Subject Re: [Firebird-Architect] Re: The Wolf on Firebird 3
Author Jim Starkey
Dmitry Yemanov wrote:

>>Borland
>>dropped it in favor of their write ahead log, which was itself dropped.
>>
>>
>
>Borland's WAL never worked in public, IIRC.
>
>
I idea of journalling is that a transaction isn't considered committed
until the bits reside on two separate pieces of oxide. The Borland guys
forgot about this and implemented a combined transaction / after image
journal thinking they could get the combined benefits of the safety of
journalling and performance of a single write commit. What they had
done, in fact, was to insert a single point of failure from which no
recovery was possible. They were actually demonstrating the code at a
users meeting when they finally understood what Ann and I had been
telling them to six months. By that point they had destroyed the
journalling code and the WAL didn't look like much fun anymore.

>
>
>>It would be easy to reimplement, however. But based on experience, I
>>don't think anyone would actually use it.
>>
>>
>
>As I have enough experience using such a recovery with our Oracle and MSSQL
>customers, I disagree.
>
>
>
>
The engine side is fairly simple. A second buffer is allocated as part
of mark. Page changes are written to the second buffer (if the list of
changes exceeds the length of the page, the second buffer is released
and the page itself is journalled). When journalling is enabled, the
database writes itself to the journal using the same scheme as creating
shadows. When a page is to be written, either the change records or the
page itself is written to the journal.

In classic, there is no alternative to a journal server. Operationally,
however, a journal server is probably the best way to go anyway, so all
databases get journalled to same subsystem.
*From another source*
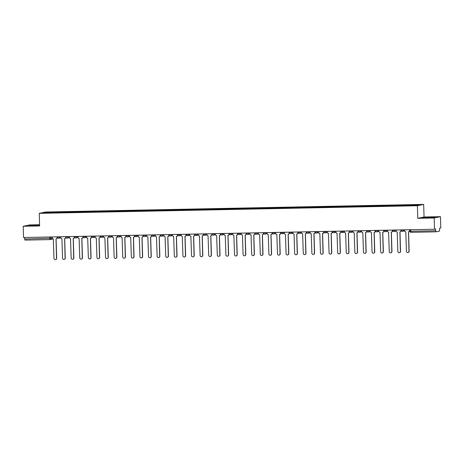 <?xml version="1.0" encoding="UTF-8"?>
<svg xmlns="http://www.w3.org/2000/svg" width="464" height="464" viewBox="0 0 464 464"><rect width="100%" height="100%" fill="white"/><g stroke="black" fill="none" stroke-linecap="round" stroke-linejoin="round"><path stroke-width="0.7" d="M39.585 224.733L29.464 224.936L23.2 226.27L23.536 237.51L434.536 229.233L434.2 217.993L440.464 216.659L424.044 216.99L423.673 204.398L45.513 212.013L39.249 213.347L417.403 205.732L417.78 218.324L434.2 217.993M440.464 216.659L440.8 227.894L439.692 228.131L439.524 231.066L435.98 231.82L411.017 232.325L410.733 231.246L435.696 230.747L435.969 231.82L411.005 232.325A1.131 1.131 0 0 1 409.851 231.229L410.733 231.246L410.686 229.709M23.2 226.27L39.62 225.939L39.249 213.347M49.921 239.592L24.969 240.097L24.696 239.024L52.264 238.177M24.65 237.487L24.696 239.024M435.696 230.747L435.644 228.996L434.536 229.233M411.156 205.459L411.232 205.047L420.488 204.862L418.383 205.314L408.83 205.564L51.394 212.756L42.433 212.883L44.538 212.431L53.795 212.245L53.708 212.709M411.232 205.047L53.795 212.245M423.673 204.398L417.403 205.732M424.044 216.99L417.78 218.324M422.774 217.755L434.809 217.245L422.774 217.755M39.597 225.162L28.861 225.684L39.608 225.446M54.102 212.703L54.091 212.181M44.84 212.831L44.538 212.431M404.625 229.831L404.654 230.672A1.131 1.102 -102 0 0 405.785 231.78L406.447 251.256A1.299 1.264 -102 0 0 407.989 252.503A1.299 1.264 -102 0 0 408.981 251.21L408.488 231.727A1.131 1.102 -102 0 0 409.555 230.573L409.718 230.538A1.131 1.102 78 0 1 408.772 231.681M409.695 229.732L409.718 230.538M408.569 231.722L409.144 251.175A1.299 1.264 78 0 1 408.071 252.486M409.532 229.732L409.555 230.573M396.03 230.005L396.053 230.846A1.131 1.102 -102 0 0 397.19 231.954L397.851 251.43A1.299 1.264 -102 0 0 399.388 252.677A1.299 1.264 -102 0 0 400.386 251.384L399.893 231.896A1.131 1.102 -102 0 0 400.96 230.747L401.122 230.712A1.131 1.102 78 0 1 400.177 231.855M401.099 229.906L401.122 230.712M399.974 231.896L400.548 251.349A1.299 1.264 78 0 1 399.469 252.66M400.937 229.906L400.96 230.747M387.434 230.179L387.457 231.02A1.131 1.102 -102 0 0 388.594 232.128L389.255 251.604A1.299 1.264 -102 0 0 390.792 252.851A1.299 1.264 -102 0 0 391.79 251.552L391.297 232.07A1.131 1.102 -102 0 0 392.364 230.921L392.527 230.886A1.131 1.102 78 0 1 391.575 232.029M392.503 230.08L392.527 230.886M391.372 232.064L391.952 251.517A1.299 1.264 78 0 1 390.874 252.834M392.335 230.08L392.364 230.921M378.839 230.353L378.862 231.194A1.131 1.102 -102 0 0 379.999 232.296L380.66 251.778A1.299 1.264 -102 0 0 382.197 253.025A1.299 1.264 -102 0 0 383.194 251.726L382.696 232.244A1.131 1.102 -102 0 0 383.769 231.095L383.931 231.06A1.131 1.102 78 0 1 382.98 232.203M383.902 230.248L383.931 231.06M382.777 232.238L383.357 251.691A1.299 1.264 78 0 1 382.278 253.002M383.74 230.254L383.769 231.095M431.839 217.604L425.552 217.778M423.429 217.761L434.258 217.361M37.92 225.539L31.633 225.713M29.516 225.69L39.602 225.284M370.237 230.527L370.266 231.362A1.131 1.102 -102 0 0 371.397 232.47L372.058 251.952A1.299 1.264 -102 0 0 373.601 253.199A1.299 1.264 -102 0 0 374.593 251.9L374.1 232.418A1.131 1.102 -102 0 0 375.167 231.263L375.33 231.229A1.131 1.102 78 0 1 374.384 232.371M375.306 230.422L375.33 231.229M374.181 232.412L374.761 251.865A1.299 1.264 78 0 1 373.682 253.176M375.144 230.428L375.167 231.263M361.642 230.701L361.665 231.536A1.131 1.102 -102 0 0 362.802 232.644L363.463 252.126A1.299 1.264 -102 0 0 365 253.373A1.299 1.264 -102 0 0 365.997 252.074L365.504 232.592A1.131 1.102 -102 0 0 366.572 231.437L366.734 231.403A1.131 1.102 78 0 1 365.789 232.545M366.711 230.596L366.734 231.403M365.586 232.586L366.16 252.039A1.299 1.264 78 0 1 365.081 253.35M366.548 230.602L366.572 231.437M353.046 230.875L353.069 231.71A1.131 1.102 -102 0 0 354.206 232.818L354.867 252.3A1.299 1.264 -102 0 0 356.404 253.541A1.299 1.264 -102 0 0 357.402 252.248L356.909 232.766A1.131 1.102 -102 0 0 357.976 231.611L358.138 231.577A1.131 1.102 78 0 1 357.187 232.719M358.115 230.77L358.138 231.577M356.99 232.76L357.564 252.213A1.299 1.264 78 0 1 356.485 253.524M357.953 230.77L357.976 231.611M344.45 231.043L344.474 231.884A1.131 1.102 -102 0 0 345.61 232.992L346.272 252.468A1.299 1.264 -102 0 0 347.809 253.715A1.299 1.264 -102 0 0 348.806 252.422L348.307 232.94A1.131 1.102 -102 0 0 349.38 231.785L349.543 231.751A1.131 1.102 78 0 1 348.592 232.893M349.52 230.944L349.543 231.751M348.389 232.934L348.969 252.387A1.299 1.264 78 0 1 347.89 253.698M349.351 230.944L349.38 231.785M335.849 231.217L335.878 232.058A1.131 1.102 -102 0 0 337.015 233.166L337.67 252.642A1.299 1.264 -102 0 0 339.213 253.889A1.299 1.264 -102 0 0 340.211 252.59L339.712 233.108A1.131 1.102 -102 0 0 340.779 231.959L340.941 231.925A1.131 1.102 78 0 1 339.996 233.067M340.918 231.118L340.941 231.925M339.793 233.108L340.373 252.555A1.299 1.264 78 0 1 339.294 253.872M340.756 231.118L340.779 231.959M327.253 231.391L327.282 232.232A1.131 1.102 -102 0 0 328.413 233.34L329.075 252.816A1.299 1.264 -102 0 0 330.617 254.063A1.299 1.264 -102 0 0 331.609 252.764L331.116 233.282A1.131 1.102 -102 0 0 332.183 232.133L332.346 232.099A1.131 1.102 78 0 1 331.4 233.241M332.323 231.287L332.346 232.099M331.197 233.276L331.772 252.729A1.299 1.264 78 0 1 330.693 254.046M332.16 231.292L332.183 232.133M318.658 231.565L318.681 232.406A1.131 1.102 -102 0 0 319.818 233.508L320.479 252.99A1.299 1.264 -102 0 0 322.016 254.237A1.299 1.264 -102 0 0 323.014 252.938L322.521 233.456A1.131 1.102 -102 0 0 323.588 232.307L323.75 232.273A1.131 1.102 78 0 1 322.799 233.409M323.727 231.461L323.75 232.273M322.602 233.45L323.176 252.903A1.299 1.264 78 0 1 322.097 254.214M323.565 231.466L323.588 232.307M310.062 231.739L310.085 232.574A1.131 1.102 -102 0 0 311.222 233.682L311.883 253.164A1.299 1.264 -102 0 0 313.42 254.411A1.299 1.264 -102 0 0 314.418 253.112L313.919 233.63A1.131 1.102 -102 0 0 314.992 232.476L315.155 232.441A1.131 1.102 78 0 1 314.203 233.583M315.131 231.635L315.155 232.441M314 233.624L314.58 253.077A1.299 1.264 78 0 1 313.502 254.388M314.963 231.64L314.992 232.476M301.467 231.913L301.49 232.748A1.131 1.102 -102 0 0 302.627 233.856L303.288 253.338A1.299 1.264 -102 0 0 304.825 254.585A1.299 1.264 -102 0 0 305.822 253.286L305.324 233.804A1.131 1.102 -102 0 0 306.391 232.65L306.559 232.615A1.131 1.102 78 0 1 305.608 233.757M306.53 231.809L306.559 232.615M305.405 233.798L305.985 253.251A1.299 1.264 78 0 1 304.906 254.562M306.368 231.814L306.391 232.65M292.865 232.081L292.894 232.922A1.131 1.102 -102 0 0 294.025 234.03L294.686 253.506A1.299 1.264 -102 0 0 296.229 254.753A1.299 1.264 -102 0 0 297.221 253.46L296.728 233.978A1.131 1.102 -102 0 0 297.795 232.824L297.958 232.789A1.131 1.102 78 0 1 297.012 233.931M297.934 231.983L297.958 232.789M296.809 233.972L297.383 253.425A1.299 1.264 78 0 1 296.31 254.736M297.772 231.983L297.795 232.824M284.27 232.255L284.293 233.096A1.131 1.102 -102 0 0 285.43 234.204L286.091 253.68A1.299 1.264 -102 0 0 287.628 254.927A1.299 1.264 -102 0 0 288.625 253.634L288.132 234.146A1.131 1.102 -102 0 0 289.2 232.998L289.362 232.963A1.131 1.102 78 0 1 288.417 234.105M289.339 232.157L289.362 232.963M288.214 234.146L288.788 253.599A1.299 1.264 78 0 1 287.709 254.91M289.176 232.157L289.2 232.998M275.674 232.429L275.697 233.27A1.131 1.102 -102 0 0 276.834 234.378L277.495 253.854A1.299 1.264 -102 0 0 279.032 255.101A1.299 1.264 -102 0 0 280.03 253.802L279.537 234.32A1.131 1.102 -102 0 0 280.604 233.172L280.766 233.137A1.131 1.102 78 0 1 279.815 234.279M280.743 232.331L280.766 233.137M279.612 234.314L280.192 253.767A1.299 1.264 78 0 1 279.113 255.084M280.575 232.331L280.604 233.172M267.078 232.603L267.102 233.444A1.131 1.102 -102 0 0 268.238 234.552L268.9 254.028A1.299 1.264 -102 0 0 270.437 255.275A1.299 1.264 -102 0 0 271.434 253.976L270.935 234.494A1.131 1.102 -102 0 0 272.008 233.346L272.171 233.311A1.131 1.102 78 0 1 271.22 234.453M272.142 232.499L272.171 233.311M271.017 234.488L271.597 253.941A1.299 1.264 78 0 1 270.518 255.252M271.979 232.505L272.008 233.346M258.477 232.777L258.506 233.612A1.131 1.102 -102 0 0 259.637 234.72L260.298 254.202A1.299 1.264 -102 0 0 261.841 255.449A1.299 1.264 -102 0 0 262.833 254.15L262.34 234.668A1.131 1.102 -102 0 0 263.407 233.514L263.569 233.479A1.131 1.102 78 0 1 262.624 234.622M263.546 232.673L263.569 233.479M262.421 234.662L263.001 254.115A1.299 1.264 78 0 1 261.922 255.426M263.384 232.679L263.407 233.514M249.881 232.951L249.905 233.786A1.131 1.102 -102 0 0 251.041 234.894L251.703 254.376A1.299 1.264 -102 0 0 253.24 255.623A1.299 1.264 -102 0 0 254.237 254.324L253.744 234.842A1.131 1.102 -102 0 0 254.811 233.688L254.974 233.653A1.131 1.102 78 0 1 254.028 234.796M254.951 232.847L254.974 233.653M253.825 234.836L254.4 254.289A1.299 1.264 78 0 1 253.321 255.6M254.788 232.853L254.811 233.688M241.286 233.125L241.309 233.96A1.131 1.102 -102 0 0 242.446 235.068L243.107 254.55A1.299 1.264 -102 0 0 244.644 255.792A1.299 1.264 -102 0 0 245.642 254.498L245.149 235.016A1.131 1.102 -102 0 0 246.216 233.862L246.378 233.827A1.131 1.102 78 0 1 245.427 234.97M246.355 233.021L246.378 233.827M245.23 235.01L245.804 254.463A1.299 1.264 78 0 1 244.725 255.774M246.193 233.021L246.216 233.862M232.69 233.293L232.713 234.134A1.131 1.102 -102 0 0 233.85 235.242L234.511 254.719A1.299 1.264 -102 0 0 236.048 255.966A1.299 1.264 -102 0 0 237.046 254.672L236.547 235.19A1.131 1.102 -102 0 0 237.62 234.036L237.783 234.001A1.131 1.102 78 0 1 236.831 235.144M237.759 233.195L237.783 234.001M236.628 235.184L237.208 254.637A1.299 1.264 78 0 1 236.13 255.948M237.591 233.195L237.62 234.036M224.089 233.467L224.118 234.308A1.131 1.102 -102 0 0 225.255 235.416L225.91 254.893A1.299 1.264 -102 0 0 227.453 256.14A1.299 1.264 -102 0 0 228.45 254.84L227.952 235.358A1.131 1.102 -102 0 0 229.019 234.21L229.181 234.175A1.131 1.102 78 0 1 228.236 235.318M229.158 233.369L229.181 234.175M228.033 235.358L228.613 254.806A1.299 1.264 78 0 1 227.534 256.122M228.996 233.369L229.019 234.21M215.493 233.641L215.522 234.482A1.131 1.102 -102 0 0 216.653 235.59L217.314 255.067A1.299 1.264 -102 0 0 218.857 256.314A1.299 1.264 -102 0 0 219.849 255.014L219.356 235.532A1.131 1.102 -102 0 0 220.423 234.384L220.586 234.349A1.131 1.102 78 0 1 219.64 235.492M220.562 233.537L220.586 234.349M219.437 235.526L220.011 254.98A1.299 1.264 78 0 1 218.933 256.296M220.4 233.543L220.423 234.384M206.898 233.815L206.921 234.656A1.131 1.102 -102 0 0 208.058 235.758L208.719 255.241A1.299 1.264 -102 0 0 210.256 256.488A1.299 1.264 -102 0 0 211.253 255.188L210.76 235.706A1.131 1.102 -102 0 0 211.828 234.558L211.99 234.523A1.131 1.102 78 0 1 211.039 235.666M211.967 233.711L211.99 234.523M210.842 235.7L211.416 255.154A1.299 1.264 78 0 1 210.337 256.464M211.804 233.717L211.828 234.558M198.302 233.989L198.325 234.825A1.131 1.102 -102 0 0 199.462 235.932L200.123 255.415A1.299 1.264 -102 0 0 201.66 256.662A1.299 1.264 -102 0 0 202.658 255.362L202.159 235.88A1.131 1.102 -102 0 0 203.232 234.726L203.394 234.691A1.131 1.102 78 0 1 202.443 235.834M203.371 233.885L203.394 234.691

The problem with journals is they eventually fill up and require manual
intervention. Maybe with contemporary infinitely large disks this isn't
true.

Personally, I think journalling is a dumb way to handle disaster
recovery. So much can go wrong and recovery takes so long as to be
almost unthinkable. I believe that a disaster recovery strategy based
replication to hot backup copies is the only way to go. Firebird needs
two things: An online physical copy facility to initiate a replicant and
an integrated replication scheme.

I'm not going to complain if somebody wants to write a subsystem to roll
back history to a give point, but I have trouble imagining anyone ever
using it. Let's see -- we've got a recovery scheme that requires that
you take your web server off the air for a couple of hours while we
apply an undo log. Right. (Meaning "wrong", "won't fly", and "you've
got to be kidding"). I may have some appeal to client server types who
haven't learned about the web, however. But they didn't like it last
time, so I doubt they'll like it in future any better. But not my call.

I will agree that Firebird doesn't have an acceptable disaster recover
strategy. That is the problem to be addressed.